What stands out for me is the authenticity of the depicted character, as summarized in the early NT liturgy (Phil 2:5-11).  If in this character, the exact imprint of God’s nature is enfleshed, we do have a high priest who embraces us more intimately than we or our closest companions could possibly do.  More could be said.  In the final analysis, it is a matter of faith and calling.  

“Truly, truly, I say to you, unless one is born of water and the Spirit he cannot enter the kingdom of God…. Do not marvel that I said to you, ‘You must be born again.  The wind blows where it wishes, and you hear its sound, but you do not know where it comes from or where it goes. So it is with everyone who is born of the Spirit” Viewed (John 3:5, 7-8 .  

Stated otherwise, the authenticity of the already resonates with the profound depths in what is anticipated in the not yet.  For "faith is the assurance of things hoped for, the conviction of things not seen (Heb 11:1). 

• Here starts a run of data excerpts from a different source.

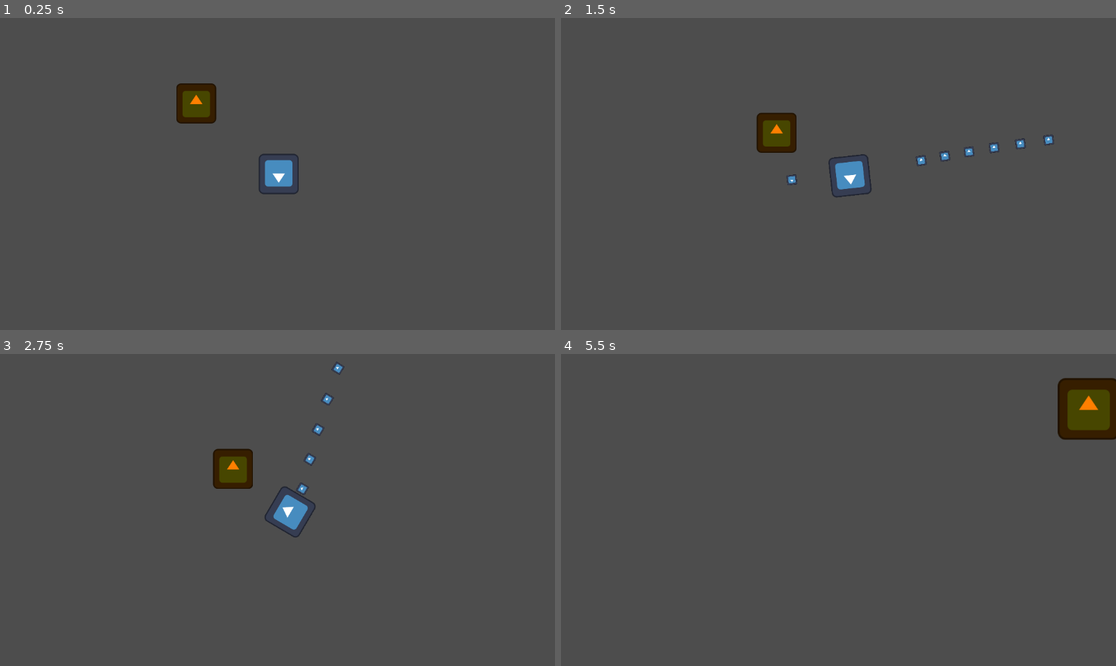
Above: before the commit, frames 1-4 (two rows, left to right).
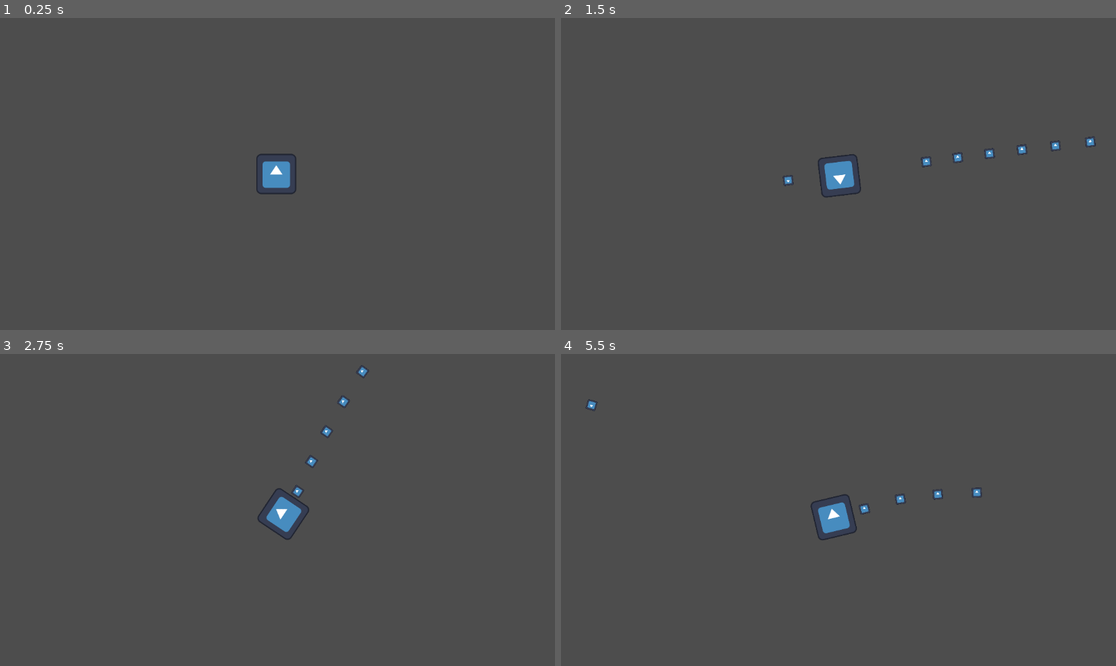
Above: after the commit, the same moments.

Repository: CMBadiuk/GMTK-Jam-25-Splashdown
Game: Godot game, scene res://World.tscn
Same seed, same stepped clock (60 frames per second), same inputs: the game is played once before the commit and once after it. The engine's default icon, where the game draws it, is replaced by a stand-in: a white triangle on a blue panel in a dark square.
Inputs (mouse positions are in pixels of both pictures, inside the frame that each line leads up to):
- Up to frame 1 (0.25 s): no input
- Up to frame 2 (1.5 s): move the mouse to (960, 158) at 0.52 s; press the mouse at (960, 158) at 0.53 s; hold D (Move_Right) 0.53-1.28 s; move the mouse to (727, 189) at 1.27 s; release the mouse at (727, 189) at 1.28 s; hold S (Move_Down) from 1.28 s (still down); click (727, 189) at 1.35 s
- Up to frame 3 (2.75 s): move the mouse to (333, 441) at 2.02 s; release S (Move_Down) at 2.03 s; press the mouse at (333, 441) at 2.03 s; hold D (Move_Right) from 2.03 s (still down)
- Up to frame 4 (5.5 s): move the mouse to (810, 572) at 2.77 s; release D (Move_Right) at 2.78 s; release the mouse at (810, 572) at 2.78 s; hold W (Move_Up) 2.78-3.53 s; click (810, 572) at 2.85 s; move the mouse to (1005, 556) at 3.52 s; press the mouse at (1005, 556) at 3.53 s; hold A (Move_Left) 3.53-5.03 s; move the mouse to (672, 463) at 4.27 s; release the mouse at (672, 463) at 4.28 s; click (672, 463) at 4.35 s; move the mouse to (866, 510) at 5.02 s; press the mouse at (866, 510) at 5.03 s; hold S (Move_Down) from 5.03 s (still down)

The runs differ from the first frame. In frame 1, 1.2% of the frame differs, in the area x 31-54%, y 20-57%; in frame 2, 2.0%; in frame 3, 1.8%; in frame 4, 2.8%, in the area x 4-100%, y 7-60%.

Commit message:
Created Full Lazy River Loop
- Added organization nodes for the red collision bodies and the river currents
- adjusted direction for each current
- created full ChaserFullNavRegion (I haven't deleted the old one just in case it creates an error)

Diff:
--- a/World.tscn
+++ b/World.tscn
@@ -1,69 +1,212 @@
-[gd_scene load_steps=6 format=3 uid="uid://cr75xubf3ymsk"]
+[gd_scene load_steps=7 format=3 uid="uid://cr75xubf3ymsk"]
 
 [ext_resource type="PackedScene" uid="uid://ckwn072cvvxnx" path="res://player.tscn" id="1_2dftf"]
 [ext_resource type="PackedScene" uid="uid://crseh7g7s6ifg" path="res://river_current.tscn" id="2_bcbcq"]
 [ext_resource type="PackedScene" uid="uid://p7acrgel14o6" path="res://chaser.tscn" id="3_bcbcq"]
 
 [sub_resource type="RectangleShape2D" id="RectangleShape2D_2dftf"]
-size = Vector2(1889, 80)
+size = Vector2(1905.21, 79.6044)
 
 [sub_resource type="NavigationPolygon" id="NavigationPolygon_2dftf"]
-vertices = PackedVector2Array(3197.42, -1058.15, 3474.02, -658.609, 2124.94, 254, 1979.08, -230, 98, 254, 98, -230)
-polygons = Array[PackedInt32Array]([PackedInt32Array(0, 1, 2, 3), PackedInt32Array(3, 2, 4, 5)])
-outlines = Array[PackedVector2Array]([PackedVector2Array(88, -240, 1976, -240, 3200, -1072, 3488, -656, 2128, 264, 88, 264)])
+vertices = PackedVector2Array(98, 243.961, -1163.14, -600.43, -1172.56, -928.172, -1096.63, -908.156, -537.211, -749.797, 254.211, -230, 2128.89, -1769.96, 2137.76, -1797.35, 3406.98, -940.008, 1982.76, -1319.04, 3458.42, -679.156, 2782.4, -764.062, 1980.14, -1310.95, 3473.75, -658.43, 2124.94, 254, 1979.02, -230, 98, 254, -538.883, -781.828, -1091.36, -927.438, -1156.96, -946.008, 103.07, -1808.98, 233.883, -1311.99, 2116.17, -1802.04, 1950.84, -1334.24, 1945.41, -1318.89, -1091.28, -927.422, -1091.45, -927.469)
+polygons = Array[PackedInt32Array]([PackedInt32Array(0, 1, 2, 3, 4, 5), PackedInt32Array(6, 7, 8), PackedInt32Array(9, 6, 8, 10, 11, 12), PackedInt32Array(10, 13, 14, 15, 11), PackedInt32Array(14, 16, 0, 5, 15), PackedInt32Array(17, 18, 19, 20, 21), PackedInt32Array(21, 20, 22, 23, 24), PackedInt32Array(18, 25, 26)])
+outlines = Array[PackedVector2Array]([PackedVector2Array(88, -240, 1976, -240, 3196, -1051, 3488, -656, 2128, 264, 88, 264), PackedVector2Array(2775, -757, 1955, -1316, 1960.27, -1330.91, 2126.35, -1800.84, 2131, -1814, 3416, -946, 3473, -657, 3190, -1040), PackedVector2Array(-533, -759, 277, -227, 92, -229, 98, 256, -1173, -595, -1183, -943), PackedVector2Array(2132, -1812, 100, -1819, -1182, -941, -537, -771, 237, -1302, 1969, -1309, 1973.25, -1322.12, 2119.38, -1773.04)])
+
+[sub_resource type="NavigationPolygon" id="NavigationPolygon_bcbcq"]
+vertices = PackedVector2Array(2772.79, -756.812, 3401.21, -933.531, 3413.78, -629.102, 2118.85, 266.008, 1964.06, -220.031, 104.07, 272.977, 247.828, -203.969, -530.359, -761.812, -1165.23, -596.43, -648.977, -793.383, -1180.39, -934.82, -1172.46, -932.711, 2128.93, -1793, 1977.13, -1310, 88.0938, -1793, 228.82, -1310, -643.969, -812.633, -519, -780.82)
+polygons = Array[PackedInt32Array]([PackedInt32Array(0, 1, 2, 3, 4), PackedInt32Array(4, 3, 5, 6), PackedInt32Array(7, 6, 5, 8, 9), PackedInt32Array(9, 8, 10, 11), PackedInt32Array(12, 1, 0, 13), PackedInt32Array(14, 12, 13, 15), PackedInt32Array(11, 14, 15, 16), PackedInt32Array(16, 9, 11), PackedInt32Array(16, 15, 17)])
+outlines = Array[PackedVector2Array]([PackedVector2Array(251, -214, 1961, -230, 2755, -757, 1974, -1300, 232, -1300, -517, -770, -1181, -939, 85, -1803, 2132, -1803, 3411, -939, 3424, -624, 2122, 276, 101, 283, -1175, -591, -1191, -948, -526, -771)])
 
 [node name="World" type="Node"]
 
 [node name="Player" parent="." instance=ExtResource("1_2dftf")]
-position = Vector2(712, 88)
-
-[node name="RiverCurrent" parent="." instance=ExtResource("2_bcbcq")]
+position = Vector2(-709, -1037)
+
+[node name="RiverCurrents" type="Node" parent="."]
+
+[node name="RiverCurrent" parent="RiverCurrents" instance=ExtResource("2_bcbcq")]
 position = Vector2(1112, 16)
 
-[node name="RiverCurrent2" parent="." instance=ExtResource("2_bcbcq")]
+[node name="RiverCurrent2" parent="RiverCurrents" instance=ExtResource("2_bcbcq")]
 position = Vector2(2664, -400)
 rotation = -0.597879
 scale = Vector2(0.80021, 1)
 current_direction = Vector2(1, -0.5)
 
-[node name="StaticBody2D" type="StaticBody2D" parent="."]
-
-[node name="CollisionShape2D" type="CollisionShape2D" parent="StaticBody2D"]
-position = Vector2(1032, -280)
-shape = SubResource("RectangleShape2D_2dftf")
-debug_color = Color(1, 0, 0, 0.419608)
-
-[node name="StaticBody2D2" type="StaticBody2D" parent="."]
-position = Vector2(-8, 592)
+[node name="RiverCurrent5" parent="RiverCurrents" instance=ExtResource("2_bcbcq")]
+position = Vector2(-438, -406)
+rotation = 0.592907
+scale = Vector2(0.80021, 1)
+current_direction = Vector2(1, 0.5)
+
+[node name="RiverCurrent3" parent="RiverCurrents" instance=ExtResource("2_bcbcq")]
+position = Vector2(2677, -1131)
+rotation = -2.54879
+scale = Vector2(0.80021, 1)
+current_direction = Vector2(-1, -0.5)
+
+[node name="RiverCurrent6" parent="RiverCurrents" instance=ExtResource("2_bcbcq")]
+position = Vector2(-409, -1145)
+rotation = -0.594415
+scale = Vector2(0.80021, 1)
+current_direction = Vector2(-1, 0)
+
+[node name="RiverCurrent4" parent="RiverCurrents" instance=ExtResource("2_bcbcq")]
+position = Vector2(1159, -1545)
+rotation = -3.1421
+scale = Vector2(1.04021, 1)
+current_direction = Vector2(-1, 0)
+
+[node name="RedCollisionBodies" type="Node" parent="."]
+
+[node name="StaticBody2D" type="StaticBody2D" parent="RedCollisionBodies"]
+
+[node name="CollisionShape2D" type="CollisionShape2D" parent="RedCollisionBodies/StaticBody2D"]
+position = Vector2(1097, -280)
+scale = Vector2(0.9029, 1)
+shape = SubResource("RectangleShape2D_2dftf")
+debug_color = Color(1, 0, 0, 0.419608)
+
+[node name="StaticBody2D5" type="StaticBody2D" parent="RedCollisionBodies"]
+position = Vector2(0, -971)
+
+[node name="CollisionShape2D" type="CollisionShape2D" parent="RedCollisionBodies/StaticBody2D5"]
+position = Vector2(1097, -280)
+scale = Vector2(0.9029, 1)
+shape = SubResource("RectangleShape2D_2dftf")
+debug_color = Color(1, 0, 0, 0.419608)
+
+[node name="StaticBody2D2" type="StaticBody2D" parent="RedCollisionBodies"]
+position = Vector2(71, -1916)
 scale = Vector2(1.10122, 1.00696)
 
-[node name="CollisionShape2D" type="CollisionShape2D" parent="StaticBody2D2"]
-position = Vector2(1032, -280)
-shape = SubResource("RectangleShape2D_2dftf")
-debug_color = Color(1, 0, 0, 0.419608)
-
-[node name="StaticBody2D3" type="StaticBody2D" parent="."]
+[node name="CollisionShape2D" type="CollisionShape2D" parent="RedCollisionBodies/StaticBody2D2"]
+position = Vector2(954.396, 65.5438)
+shape = SubResource("RectangleShape2D_2dftf")
+debug_color = Color(1, 0, 0, 0.419608)
+
+[node name="StaticBody2D6" type="StaticBody2D" parent="RedCollisionBodies"]
+position = Vector2(71, 253)
+scale = Vector2(1.10122, 1.00696)
+
+[node name="CollisionShape2D" type="CollisionShape2D" parent="RedCollisionBodies/StaticBody2D6"]
+position = Vector2(954.396, 65.5438)
+shape = SubResource("RectangleShape2D_2dftf")
+debug_color = Color(1, 0, 0, 0.419608)
+
+[node name="StaticBody2D3" type="StaticBody2D" parent="RedCollisionBodies"]
 position = Vector2(2048, -6.10352e-05)
 rotation = -0.595204
-scale = Vector2(0.795758, 1.00014)
-
-[node name="CollisionShape2D" type="CollisionShape2D" parent="StaticBody2D3"]
-position = Vector2(1032, -280)
-shape = SubResource("RectangleShape2D_2dftf")
-debug_color = Color(1, 0, 0, 0.419608)
-
-[node name="StaticBody2D4" type="StaticBody2D" parent="."]
+scale = Vector2(0.485931, 1.00014)
+
+[node name="CollisionShape2D" type="CollisionShape2D" parent="RedCollisionBodies/StaticBody2D3"]
+position = Vector2(1085.79, -281.562)
+shape = SubResource("RectangleShape2D_2dftf")
+debug_color = Color(1, 0, 0, 0.419608)
+
+[node name="StaticBody2D9" type="StaticBody2D" parent="RedCollisionBodies"]
+position = Vector2(-336, -504)
+rotation = -0.595204
+scale = Vector2(0.441077, 1.00014)
+
+[node name="CollisionShape2D" type="CollisionShape2D" parent="RedCollisionBodies/StaticBody2D9"]
+position = Vector2(1142.86, -287.832)
+shape = SubResource("RectangleShape2D_2dftf")
+debug_color = Color(1, 0, 0, 0.419608)
+
+[node name="StaticBody2D10" type="StaticBody2D" parent="RedCollisionBodies"]
+position = Vector2(-1253, -558)
+rotation = -0.595204
+scale = Vector2(0.941426, 1.21198)
+
+[node name="CollisionShape2D" type="CollisionShape2D" parent="RedCollisionBodies/StaticBody2D10"]
+position = Vector2(1047.76, -266.009)
+shape = SubResource("RectangleShape2D_2dftf")
+debug_color = Color(1, 0, 0, 0.419608)
+
+[node name="StaticBody2D13" type="StaticBody2D" parent="RedCollisionBodies"]
+position = Vector2(-1253, -558)
+rotation = -0.595204
+scale = Vector2(0.941426, 1.21198)
+
+[node name="CollisionShape2D" type="CollisionShape2D" parent="RedCollisionBodies/StaticBody2D13"]
+position = Vector2(170.742, -144.363)
+rotation = -0.86613
+scale = Vector2(0.193746, 1)
+shape = SubResource("RectangleShape2D_2dftf")
+debug_color = Color(1, 0, 0, 0.419608)
+
+[node name="StaticBody2D14" type="StaticBody2D" parent="RedCollisionBodies"]
+position = Vector2(3425, -558)
+rotation = -0.595204
+scale = Vector2(0.941426, 1.21198)
+
+[node name="CollisionShape2D" type="CollisionShape2D" parent="RedCollisionBodies/StaticBody2D14"]
+position = Vector2(170.742, -144.363)
+rotation = -0.86613
+scale = Vector2(0.193746, 1)
+shape = SubResource("RectangleShape2D_2dftf")
+debug_color = Color(1, 0, 0, 0.419608)
+
+[node name="StaticBody2D4" type="StaticBody2D" parent="RedCollisionBodies"]
 position = Vector2(2240, 584)
 rotation = -0.595204
 scale = Vector2(0.874901, 1.01209)
 
-[node name="CollisionShape2D" type="CollisionShape2D" parent="StaticBody2D4"]
-position = Vector2(1032, -280)
+[node name="CollisionShape2D" type="CollisionShape2D" parent="RedCollisionBodies/StaticBody2D4"]
+position = Vector2(1032, -280)
+shape = SubResource("RectangleShape2D_2dftf")
+debug_color = Color(1, 0, 0, 0.419608)
+
+[node name="StaticBody2D7" type="StaticBody2D" parent="RedCollisionBodies"]
+position = Vector2(-1672, -535)
+rotation = 0.595157
+scale = Vector2(0.986, 1.01209)
+
+[node name="CollisionShape2D" type="CollisionShape2D" parent="RedCollisionBodies/StaticBody2D7"]
+position = Vector2(1032, -280)
+shape = SubResource("RectangleShape2D_2dftf")
+debug_color = Color(1, 0, 0, 0.419608)
+
+[node name="StaticBody2D8" type="StaticBody2D" parent="RedCollisionBodies"]
+position = Vector2(1912, -1665)
+rotation = 0.595157
+scale = Vector2(0.986, 1.01209)
+
+[node name="CollisionShape2D" type="CollisionShape2D" parent="RedCollisionBodies/StaticBody2D8"]
+position = Vector2(1032, -280)
+shape = SubResource("RectangleShape2D_2dftf")
+debug_color = Color(1, 0, 0, 0.419608)
+
+[node name="StaticBody2D11" type="StaticBody2D" parent="RedCollisionBodies"]
+position = Vector2(1750, -1050)
+rotation = 0.595157
+scale = Vector2(0.486987, 1.01796)
+
+[node name="CollisionShape2D" type="CollisionShape2D" parent="RedCollisionBodies/StaticBody2D11"]
+position = Vector2(1032, -280)
+shape = SubResource("RectangleShape2D_2dftf")
+debug_color = Color(1, 0, 0, 0.419608)
+
+[node name="StaticBody2D12" type="StaticBody2D" parent="RedCollisionBodies"]
+position = Vector2(1750, -1050)
+rotation = 0.595157
+scale = Vector2(0.486987, 1.01796)
+
+[node name="CollisionShape2D" type="CollisionShape2D" parent="RedCollisionBodies/StaticBody2D12"]
+position = Vector2(-2531.15, 1439.09)
+scale = Vector2(1.00212, 1)
 shape = SubResource("RectangleShape2D_2dftf")
 debug_color = Color(1, 0, 0, 0.419608)
 
 [node name="ChaserNavRegion" type="NavigationRegion2D" parent="."]
+visible = false
+position = Vector2(0, 10)
 navigation_polygon = SubResource("NavigationPolygon_2dftf")
 
 [node name="ChaserBody" parent="." instance=ExtResource("3_bcbcq")]
+visible = false
 position = Vector2(440, -144)
+
+[node name="ChaserFullNavRegion" type="NavigationRegion2D" parent="."]
+navigation_polygon = SubResource("NavigationPolygon_bcbcq")

Viewed in a more contemporary voice, 

“There is no continuous movement from an objective inquiry into the life of Jesus to a knowledge of him as the Christ who is our Lord.  Only a decision of the self, a leap of faith, a metanoia or revolution of the mind [and, of course, a calling, itself, from the Spirit] can lead from observation to participation and from observed to lived history.   And this is true of all other events in sacred history (H. R. Niebuhr, 1941, The Meaning of Revelation, 83).